Pricing steps through contact brackets — 0-500, 501-2,500, 2,501-5,000, and so on past 50,000 at our June 2026 read. Crossing a bracket boundary by a handful of contacts moves the whole bill to the next step, so list hygiene has a direct price.

Local-currency stickers

The price you see depends on where you browse

Campaign Monitor displays pricing in your local currency — our read from this region showed Australian dollars. That is why this page explains the meter rather than quoting a single dollar figure: check the pricing page from your own region for your numbers.

The 5x ceiling

Lite meters sends as a contact multiple

Lite's send allowance was five times your contact count per month at our read. A 2,000-contact list gets 10,000 sends — fine for weekly campaigns, tight once automated sequences run on top. Essentials removes the ceiling entirely.

Annual and nonprofit

Two published discounts worth taking

At our read, annual billing carried a 10% discount and nonprofits a 15% discount. If you qualify for either, apply it before comparing Campaign Monitor against other tools' annual prices.

The chatbot connection

If a chatbot feeds this list, watch the brackets.

On a contact-bracket meter, a chatbot that captures a few hundred leads a month does not raise the bill gradually — it moves you to the next bracket in a step, and every contact in the list counts whether or not you email them. Budget for the bracket your list will reach in six months, set a pruning rule for unengaged contacts, and check the lead-capture guide and CRM-handoff guide for which chatbots can do the wiring.

FAQ

Campaign Monitor pricing questions.

What does Campaign Monitor pricing actually scale by?

Contacts, in published brackets — 0-500, 501-2,500, 2,501-5,000 and so on up past 50,000 — with the send allowance as the second lever.
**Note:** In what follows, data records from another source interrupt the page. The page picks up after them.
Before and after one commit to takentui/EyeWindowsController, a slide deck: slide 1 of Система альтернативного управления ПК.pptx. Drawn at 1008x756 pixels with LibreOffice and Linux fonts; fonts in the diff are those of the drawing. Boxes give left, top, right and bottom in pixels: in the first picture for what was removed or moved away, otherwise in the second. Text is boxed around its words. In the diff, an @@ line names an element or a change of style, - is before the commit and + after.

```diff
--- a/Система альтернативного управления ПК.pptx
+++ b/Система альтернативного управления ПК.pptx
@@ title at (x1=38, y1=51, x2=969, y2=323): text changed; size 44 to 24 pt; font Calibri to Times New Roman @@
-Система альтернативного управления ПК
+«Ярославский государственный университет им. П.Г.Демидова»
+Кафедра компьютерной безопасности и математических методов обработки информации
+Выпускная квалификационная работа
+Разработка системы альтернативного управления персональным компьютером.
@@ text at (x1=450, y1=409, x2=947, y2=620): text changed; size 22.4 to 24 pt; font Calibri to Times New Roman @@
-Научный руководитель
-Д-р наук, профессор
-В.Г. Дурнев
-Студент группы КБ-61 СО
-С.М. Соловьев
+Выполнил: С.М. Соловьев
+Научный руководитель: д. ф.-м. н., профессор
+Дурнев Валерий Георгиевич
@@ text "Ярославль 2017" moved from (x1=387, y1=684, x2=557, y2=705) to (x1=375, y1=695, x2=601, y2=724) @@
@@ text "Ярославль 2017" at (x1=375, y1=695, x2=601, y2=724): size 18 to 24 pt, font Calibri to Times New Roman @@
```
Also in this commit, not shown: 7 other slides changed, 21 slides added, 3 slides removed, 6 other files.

At our June 2026 read, the Lite plan metered sends at five times your contact count per month, Essentials moved to unlimited sends with priority support, and Premier added phone support; Enterprise is custom. Campaign Monitor displays prices in your local currency, so the sticker you see depends on where you browse from — which is why we describe the meter rather than quote a single dollar figure. Check the pricing page from your own region before comparing.
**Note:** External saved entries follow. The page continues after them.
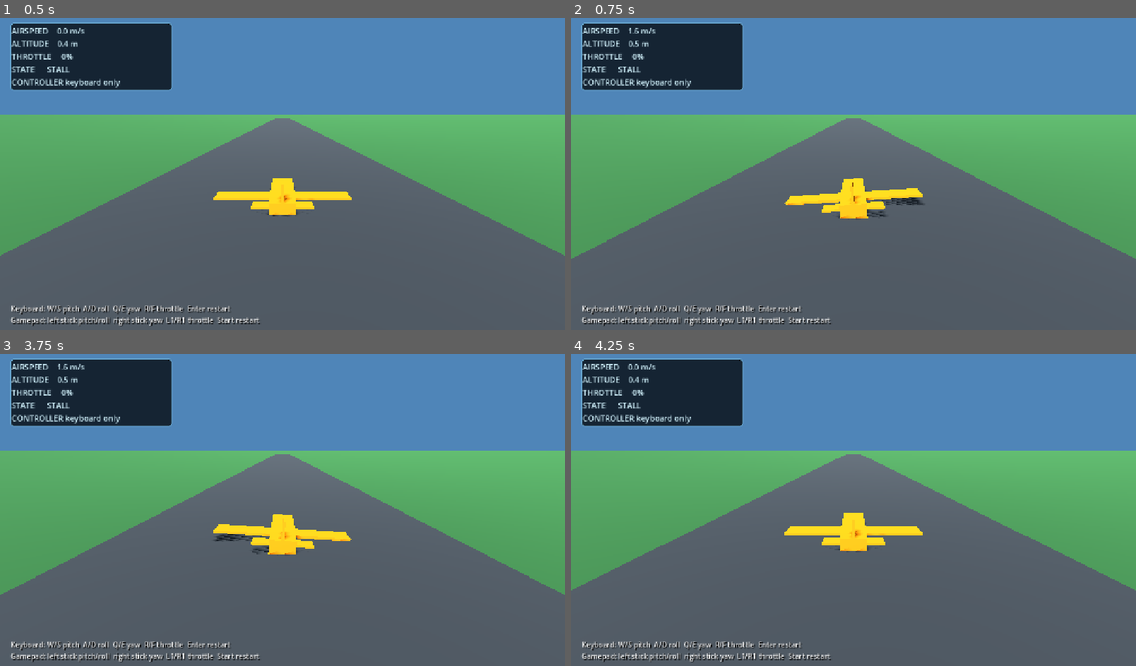
Above: before the commit, frames 1-4 (two rows, left to right).
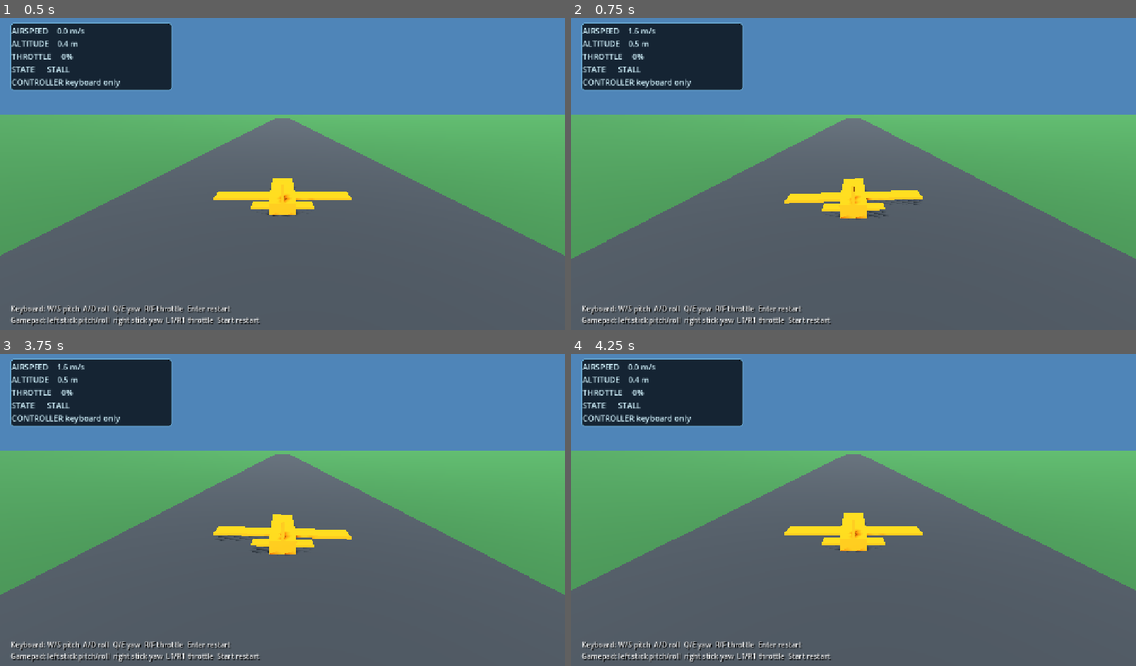
Above: after the commit, the same moments.

Repository: imanoliri/open-odyssey
Game: Godot game, scene res://scenes/main.tscn
Two runs of this game, one before a commit and one after it. Both use one fixed random seed, a clock stepped at 60 frames per second and the inputs below.
Inputs (mouse positions are in pixels of both pictures, inside the frame that each line leads up to):
- Up to frame 1 (0.5 s): no input
- Up to frame 2 (0.75 s): tap Enter (restart) at 0.5 s; move the mouse to (977, 155) at 0.52 s; hold D (roll_right) from 0.53 s (still down); click (977, 155) at 0.67 s
- Up to frame 3 (3.75 s): release D (roll_right) at 1.25 s; tap Enter (restart) every 0.75 s from 1.25 to 3.5 s; drag from (169, 522) to (254, 569) at 1.27 s; move the mouse to (339, 438) at 2.02 s; hold D (roll_right) 2.03-2.75 s; drag from (254, 569) to (113, 460) at 2.77 s; move the mouse to (452, 553) at 3.52 s; hold A (roll_left) from 3.53 s (still down)
- Up to frame 4 (4.25 s): keep holding A (roll_left)

Frame 1 is identical in both runs. In frame 2, 0.3% of the frame differs, in the area x 37-63%, y 51-65%; in frame 3, 0.3%; in frame 4, less than 0.1%.

Commit message:
Reduce aircraft roll authority by half

Diff:
--- a/game/scripts/aircraft.gd
+++ b/game/scripts/aircraft.gd
@@ -17,7 +17,7 @@
 
 @export_category("Control torque")
 @export var pitch_torque_newton_metres := 9500.0
-@export var roll_torque_newton_metres := 12500.0
+@export var roll_torque_newton_metres := 6250.0
 @export var yaw_torque_newton_metres := 4500.0
 
 var throttle := 0.0

Reviewed · Sourced from Campaign Monitor pricing page

When does Campaign Monitor Essentials beat Lite?

When your sending pattern outgrows the multiplier. Lite's send allowance was metered at five times your contact count per month at our June 2026 read, which suits a list that gets a few campaigns and light automation. Once you send frequently — multiple newsletters, automated sequences, re-engagement flows — unlimited sends on Essentials stops the per-send arithmetic mattering, and it carries priority support. The trap to avoid is solving a send-limit problem by deleting engaged contacts; compare the upgrade price against your real monthly send volume first, and note annual billing carried a published discount at our read.
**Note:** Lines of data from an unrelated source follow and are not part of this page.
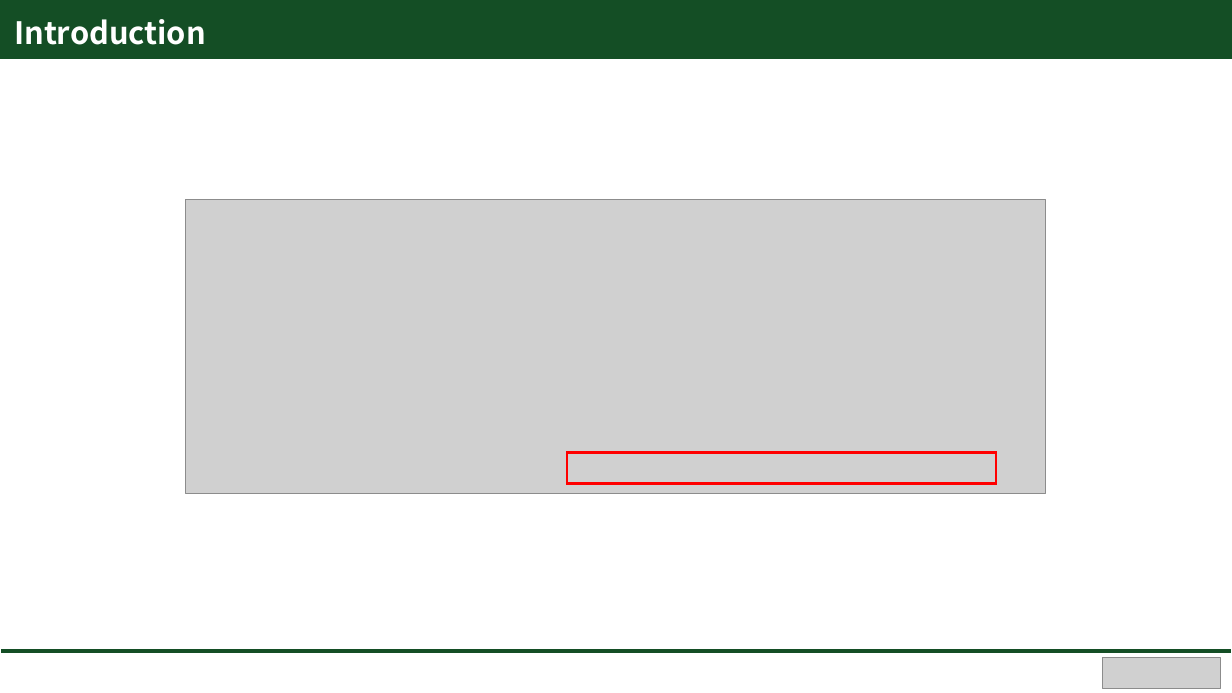
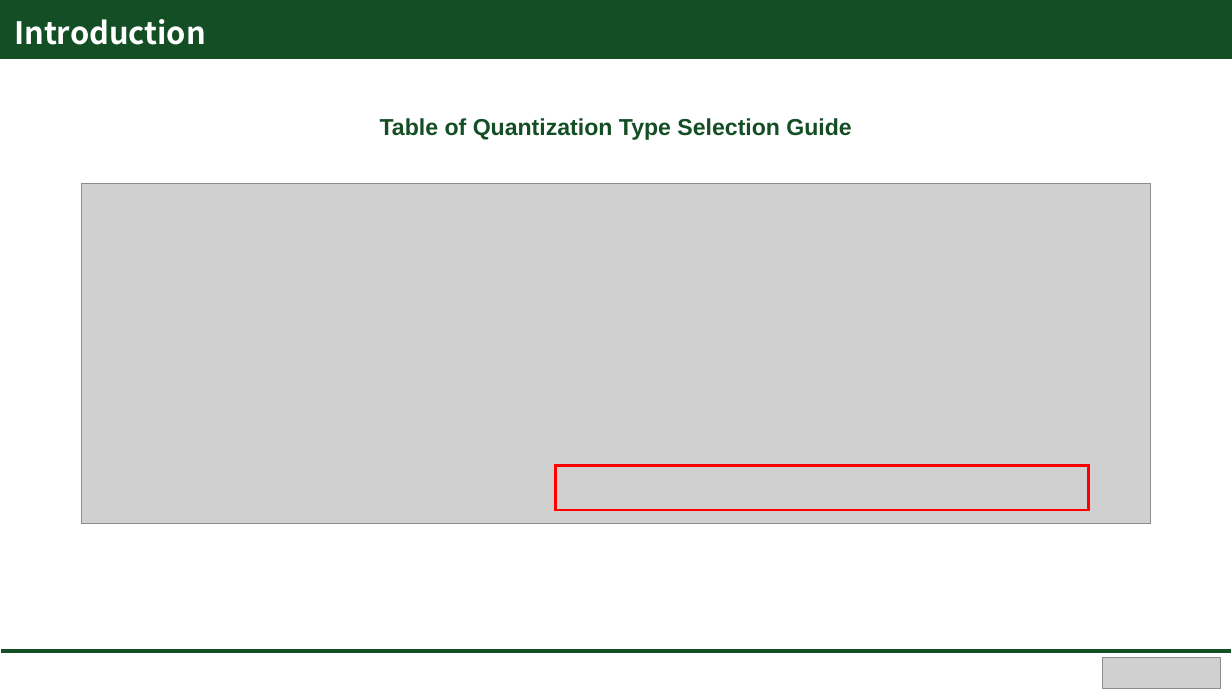
Before and after one commit to Hongsehyun/SV_Intern_Memo, a slide deck: slide 6 of 1. Study Summary/Paper Review/[2nd_Paper Review] Introduction and Execution of Quantization based on PyTorch.pptx. Drawn at 1232x693 pixels with LibreOffice and Linux fonts; fonts in the diff are those of the drawing; grey boxes stand for pictures. Boxes give left, top, right and bottom in pixels: in the first picture for what was removed or moved away, otherwise in the second. Text is boxed around its words. In the diff, an @@ line names an element or a change of style, - is before the commit and + after.

```diff
--- a/1. Study Summary/Paper Review/[2nd_Paper Review] Introduction and Execution of Quantization based on PyTorch.pptx
+++ b/1. Study Summary/Paper Review/[2nd_Paper Review] Introduction and Execution of Quantization based on PyTorch.pptx
@@ text added at (380, 118, 851, 140), 18 pt, text #144E25, bold @@
+Table of Quantization Type Selection Guide
@@ picture: place and size @@
-picture at (186, 200, 1046, 494)
+picture at (81, 183, 1151, 524)
@@ rectangle: place and size @@
-rectangle at (567, 452, 996, 483)
+rectangle at (555, 465, 1089, 510)
```
Also in this commit, not shown: 10 other slides changed, 1 slide added, 2 slides removed, 2 other files.

Reviewed · Sourced from Campaign Monitor pricing page

Why does email platform pricing matter for chatbot lead capture?

Because every lead the chatbot captures becomes a contact or subscriber somewhere, and email platforms meter exactly that. A chatbot that adds a few hundred captured leads a month can push an email plan up a subscriber or contact tier even though sending behavior never changed — the meter is list size, not effort. When you wire chatbot capture into an email tool, size the email plan for where the list will be in six months, check what happens to inactive contacts, and prune unengaged subscribers on a schedule so the capture channel does not quietly inflate the email bill.

Reviewed

What does AWeber pricing actually scale by?

Subscriber count, with a send allowance on top. At our June 2026 read of AWeber's pricing page, Lite started at $12.49/month billed annually and Plus at $19.99/month billed annually at the entry subscriber tier, with the price climbing through published subscriber tiers as the list grows — Lite at 10,000 subscribers listed at $100/month on monthly billing, for example. Both plans also cap monthly email volume as a multiple of subscribers — 10 times your subscriber count on Lite, 12 times on Plus — so the bill is driven by how many people are on the list, not how many campaigns you send. Recheck AWeber's pricing page before buying; these numbers drift.